Editor's letter

Gold proves its worth

The pandemic has been good for gold. And, while you must keep holding gold (inflation is coming), you must not ignore the return of our old lives, says Merryn Somerset Webb.

We’ve been boring MoneyWeek readers for years about the importance of holding gold. It should have, I said in 2002, a natural place in your portfolio as a “financial hedge in troubled times”. It was trading at $320 an ounce then. It’s now around $1,950. Not bad for what the naysayers dismiss as a “pet rock”. You’ll have things in your portfolio that have made you more in the last 18 years. But gold has certainly proved its worth in these troubled times. Will it go higher? 

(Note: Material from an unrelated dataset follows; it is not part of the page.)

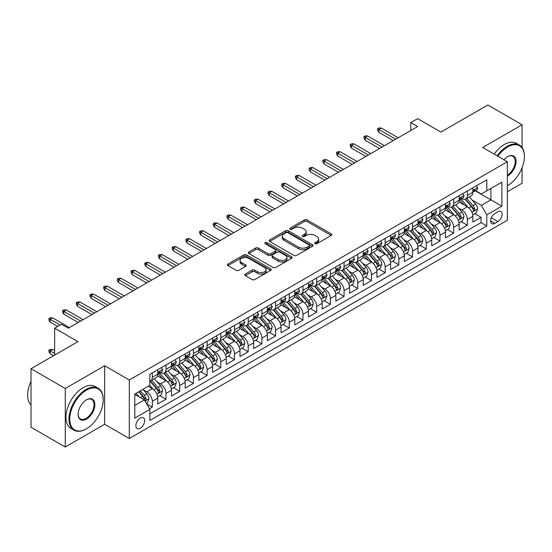 <?xml version="1.0" encoding="UTF-8"?>
<svg xmlns="http://www.w3.org/2000/svg" width="552" height="552" viewBox="0 0 552 552"><rect width="100%" height="100%" fill="white"/><g stroke="black" fill="none" stroke-linecap="round" stroke-linejoin="round"><path stroke-width="0.83" d="M315.075 243.68A1.332 0.766 0 0 0 316.958 243.68L331.241 235.428A1.904 1.097 0 0 0 331.8 234.655A1.904 1.097 0 0 0 331.241 233.875L307.043 219.91A1.904 1.097 0 0 0 304.352 219.91L290.069 228.155A1.332 0.766 0 0 0 289.676 228.7A1.332 0.766 0 0 0 290.069 229.239A1.332 0.766 0 0 0 291.953 229.239L293.802 228.176A6.086 3.512 0 0 1 302.406 228.176L304.421 229.335A6.086 3.512 0 0 1 306.201 231.819A6.086 3.512 0 0 1 304.421 234.303L302.572 235.373A1.332 0.766 0 0 0 302.185 235.918A1.332 0.766 0 0 0 302.572 236.463A1.332 0.766 0 0 0 304.456 236.463L306.305 235.393A6.086 3.512 0 0 1 314.909 235.393L316.924 236.56A6.086 3.512 0 0 1 318.704 239.044A6.086 3.512 0 0 1 316.924 241.528L315.075 242.59A1.332 0.766 0 0 0 314.688 243.135A1.332 0.766 0 0 0 315.075 243.68L315.075 242.59M140.263 428.228A6.196 3.581 120 0 0 144.307 422.77A6.196 3.581 120 0 0 143.361 417.802A6.196 3.581 120 0 0 140.263 418.106A6.196 3.581 120 0 0 136.213 423.57A6.196 3.581 120 0 0 137.158 428.538A6.196 3.581 120 0 0 140.263 428.228M245.329 274.089A1.904 1.097 0 0 0 244.771 274.861A1.904 1.097 0 0 0 245.329 275.641L252.119 279.56A1.904 1.097 0 0 0 254.81 279.56L270.673 270.397A1.904 1.097 0 0 0 271.232 269.624A1.904 1.097 0 0 0 270.673 268.845L246.475 254.879A1.904 1.097 0 0 0 243.784 254.879L227.921 264.035A1.904 1.097 0 0 0 227.362 264.808A1.904 1.097 0 0 0 227.921 265.588L236.118 270.321A1.904 1.097 0 0 0 238.809 270.321L245.599 266.402A1.904 1.097 0 0 0 246.157 265.629A1.904 1.097 0 0 0 245.599 264.85L241.534 262.504A5.085 2.939 0 0 1 240.044 260.427A5.085 2.939 0 0 1 243.184 257.715A5.085 2.939 0 0 1 248.724 258.35L264.656 267.547A5.085 2.939 0 0 1 266.147 269.624A5.085 2.939 0 0 1 263.007 272.336A5.085 2.939 0 0 1 257.467 271.701L254.81 270.169A1.904 1.097 0 0 0 252.119 270.169L245.329 274.089L245.329 275.641M522.075 147.543L522.075 124.759L487.83 104.99L440.917 132.073L417.629 118.632L410.778 122.585L417.629 126.539L68.351 328.192L61.5 324.238L54.655 328.192L54.655 355.081M65.267 388.491L65.267 447.01L104.645 424.274L104.645 365.755L65.267 388.491L31.022 368.722L77.935 341.64L54.655 328.192M104.645 365.755L129.299 379.99L507.35 161.729L507.35 220.248L129.299 438.509L129.299 379.99M522.075 124.759L482.689 147.494L507.35 161.729M293.933 255.417A1.904 1.097 0 0 0 296.624 255.417L312.487 246.261A1.904 1.097 0 0 0 313.046 245.481A1.904 1.097 0 0 0 312.487 244.708L288.289 230.736A1.904 1.097 0 0 0 285.598 230.736L269.735 239.892A1.904 1.097 0 0 0 269.176 240.672A1.904 1.097 0 0 0 269.735 241.445L293.933 255.417M265.629 243.963A1.332 0.766 0 0 1 266.975 244.156L266.975 242.569L291.58 256.777A1.904 1.097 0 0 1 292.139 257.556A1.904 1.097 0 0 1 291.58 258.329L275.717 267.492A1.904 1.097 0 0 1 273.026 267.492L248.828 253.52L248.828 251.967A1.904 1.097 0 0 0 248.269 252.74A1.904 1.097 0 0 0 248.828 253.52M248.828 251.967L255.617 248.048A1.904 1.097 0 0 1 258.308 248.048L268.12 253.713A1.904 1.097 0 0 0 270.811 253.713L275.31 251.112A1.904 1.097 0 0 0 275.869 250.332A1.904 1.097 0 0 0 275.31 249.559L265.098 243.66A1.332 0.766 0 0 1 264.705 243.115A1.332 0.766 0 0 1 265.526 242.404A1.332 0.766 0 0 1 266.975 242.569M65.267 447.01L31.022 427.241L31.022 368.722M507.35 191.779L522.075 183.278L522.075 167.794M149.475 408.756L152.311 407.114L146.632 403.836M143.396 389.871L146.832 391.851A7.749 4.471 60 0 1 152.311 401.345L157.789 398.178L157.789 403.954L166.014 399.206L159.776 395.611M157.092 381.956L160.535 383.944A7.749 4.471 60 0 1 166.014 393.438L171.493 390.271L171.493 396.046L179.71 391.299L173.473 387.704M170.789 374.049L174.232 376.036A7.749 4.471 60 0 1 179.71 385.524L185.189 382.363L185.189 388.139L193.407 383.392L187.176 379.797M184.485 366.142L187.928 368.129A7.749 4.471 60 0 1 193.407 377.616L198.886 374.456L198.886 380.231L207.103 375.484L200.873 371.882M198.182 358.234L201.625 360.221A7.749 4.471 60 0 1 207.103 369.709L212.582 366.549L212.582 372.317L220.8 367.577L214.569 363.975M211.885 350.327L215.321 352.314A7.749 4.471 60 0 1 220.8 361.801L226.279 358.641L226.279 364.41L234.496 359.669L228.266 356.068M225.582 342.419L229.018 344.407A7.749 4.471 60 0 1 234.496 353.894L239.975 350.734L239.975 356.502L248.193 351.762L241.962 348.16M239.278 334.512L242.714 336.499A7.749 4.471 60 0 1 248.193 345.987L253.672 342.827L253.672 348.595L261.889 343.855L255.659 340.253M252.975 326.605L256.411 328.592A7.749 4.471 60 0 1 261.889 338.079L267.368 334.912L267.368 340.688L275.586 335.94L269.355 332.345M266.671 318.697L270.107 320.677A7.749 4.471 60 0 1 275.586 330.172L281.065 327.005L281.065 332.78L289.289 328.033L283.052 324.438M280.368 310.79L283.811 312.77A7.749 4.471 60 0 1 289.289 322.264L294.768 319.097L294.768 324.873L302.986 320.125L296.748 316.531M294.064 302.875L297.507 304.863A7.749 4.471 60 0 1 302.986 314.357L308.464 311.19L308.464 316.965L316.682 312.218L310.452 308.623M307.761 294.968L311.204 296.955A7.749 4.471 60 0 1 316.682 306.443L322.161 303.283L322.161 309.058L330.379 304.311L324.148 300.716M321.457 287.061L324.9 289.048A7.749 4.471 60 0 1 330.379 298.535L335.857 295.375L335.857 301.15L344.075 296.403L337.845 292.801M335.161 279.153L338.597 281.14A7.749 4.471 60 0 1 344.075 290.628L349.554 287.468L349.554 293.243L357.772 288.496L351.541 284.894M348.857 271.246L352.293 273.233A7.749 4.471 60 0 1 357.772 282.721L363.25 279.56L363.25 285.329L371.468 280.588L365.238 276.987M362.554 263.338L365.99 265.326A7.749 4.471 60 0 1 371.468 274.813L376.947 271.653L376.947 277.421L385.165 272.681L378.934 269.079M376.25 255.431L379.686 257.418A7.749 4.471 60 0 1 385.165 266.906L390.643 263.746L390.643 269.514L398.861 264.774L392.631 261.172M389.947 247.524L393.383 249.511A7.749 4.471 60 0 1 398.861 258.998L404.34 255.831L404.34 261.607L412.565 256.859L406.327 253.264M403.643 239.616L407.086 241.603A7.749 4.471 60 0 1 412.565 251.091L418.043 247.924L418.043 253.699L426.261 248.952L420.024 245.357M417.34 231.709L420.783 233.689A7.749 4.471 60 0 1 426.261 243.184L431.74 240.017L431.74 245.792L439.958 241.045L433.727 237.45M431.036 223.802L434.479 225.782A7.749 4.471 60 0 1 439.958 235.276L445.436 232.109L445.436 237.884L453.654 233.137L447.424 229.542M444.733 215.887L448.176 217.874A7.749 4.471 60 0 1 453.654 227.369L459.133 224.202L459.133 229.977L467.351 225.23L467.351 219.454A7.749 4.471 -120 0 0 461.872 209.967L458.436 207.98M461.12 221.635L467.351 225.23M157.789 398.178A7.749 4.471 -120 0 0 152.311 388.691L148.205 386.317M171.493 390.271A7.749 4.471 -120 0 0 166.014 380.783L157.541 375.891M185.189 382.363A7.749 4.471 -120 0 0 179.71 372.876L171.237 367.984M198.886 374.456A7.749 4.471 -120 0 0 193.407 364.969L184.934 360.077M212.582 366.549A7.749 4.471 -120 0 0 207.103 357.054L198.63 352.169M226.279 358.641A7.749 4.471 -120 0 0 220.8 349.147L212.327 344.262M239.975 350.734A7.749 4.471 -120 0 0 234.496 341.239L226.023 336.354M253.672 342.827A7.749 4.471 -120 0 0 248.193 333.332L239.727 328.44M267.368 334.912A7.749 4.471 -120 0 0 261.889 325.425L253.423 320.533M281.065 327.005A7.749 4.471 -120 0 0 275.586 317.517L267.12 312.625M294.768 319.097A7.749 4.471 -120 0 0 289.289 309.61L280.816 304.718M308.464 311.19A7.749 4.471 -120 0 0 302.986 301.702L294.513 296.81M322.161 303.283A7.749 4.471 -120 0 0 316.682 293.795L308.209 288.903M335.857 295.375A7.749 4.471 -120 0 0 330.379 285.888L321.906 280.996M349.554 287.468A7.749 4.471 -120 0 0 344.075 277.98L335.602 273.088M363.25 279.56A7.749 4.471 -120 0 0 357.772 270.066L349.299 265.181M376.947 271.653A7.749 4.471 -120 0 0 371.468 262.159L363.002 257.273M390.643 263.746A7.749 4.471 -120 0 0 385.165 254.251L376.699 249.359M404.34 255.831A7.749 4.471 -120 0 0 398.861 246.344L390.395 241.452M418.043 247.924A7.749 4.471 -120 0 0 412.565 238.436L404.092 233.544M431.74 240.017A7.749 4.471 -120 0 0 426.261 230.529L417.788 225.637M445.436 232.109A7.749 4.471 -120 0 0 439.958 222.622L431.485 217.73M459.133 224.202A7.749 4.471 -120 0 0 453.654 214.714L445.181 209.822M497.897 211.789L494.882 213.527A6.003 3.464 120 0 0 490.963 218.82A6.003 3.464 120 0 0 491.88 223.629A6.003 3.464 120 0 0 494.882 223.332L497.897 221.593A6.003 3.464 120 0 0 501.816 216.301A6.003 3.464 120 0 0 500.899 211.492A6.003 3.464 120 0 0 497.897 211.789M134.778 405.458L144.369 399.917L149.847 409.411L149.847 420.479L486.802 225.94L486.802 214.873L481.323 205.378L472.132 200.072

You don’t have to look far to see why it might. There is Covid-19 itself, and the possibility of the much-discussed second wave which Boris Johnson thinks he sees signs of in Europe. There is the response to the virus – the quarantines and restrictions that will limit some activity and prompt yet more monetary and fiscal stimulus. Then there is the US election (95 days to go). The polls show Joe Biden in the lead and if the level of global stimulus already makes you nervous about the integrity of fiat money (should you believe it still has any), his pure printing-financed plans for a $7trn spending package should make you really nervous. Biden’s policies will take us all a giant step closer to the monetary end game that finally disconnects spending from any pretence of reality. Add to this the fact that the opportunity cost of holding gold as insurance against misery and inflation has fallen (nothing else has a yield either) and it is hard to be surprised by its rising price.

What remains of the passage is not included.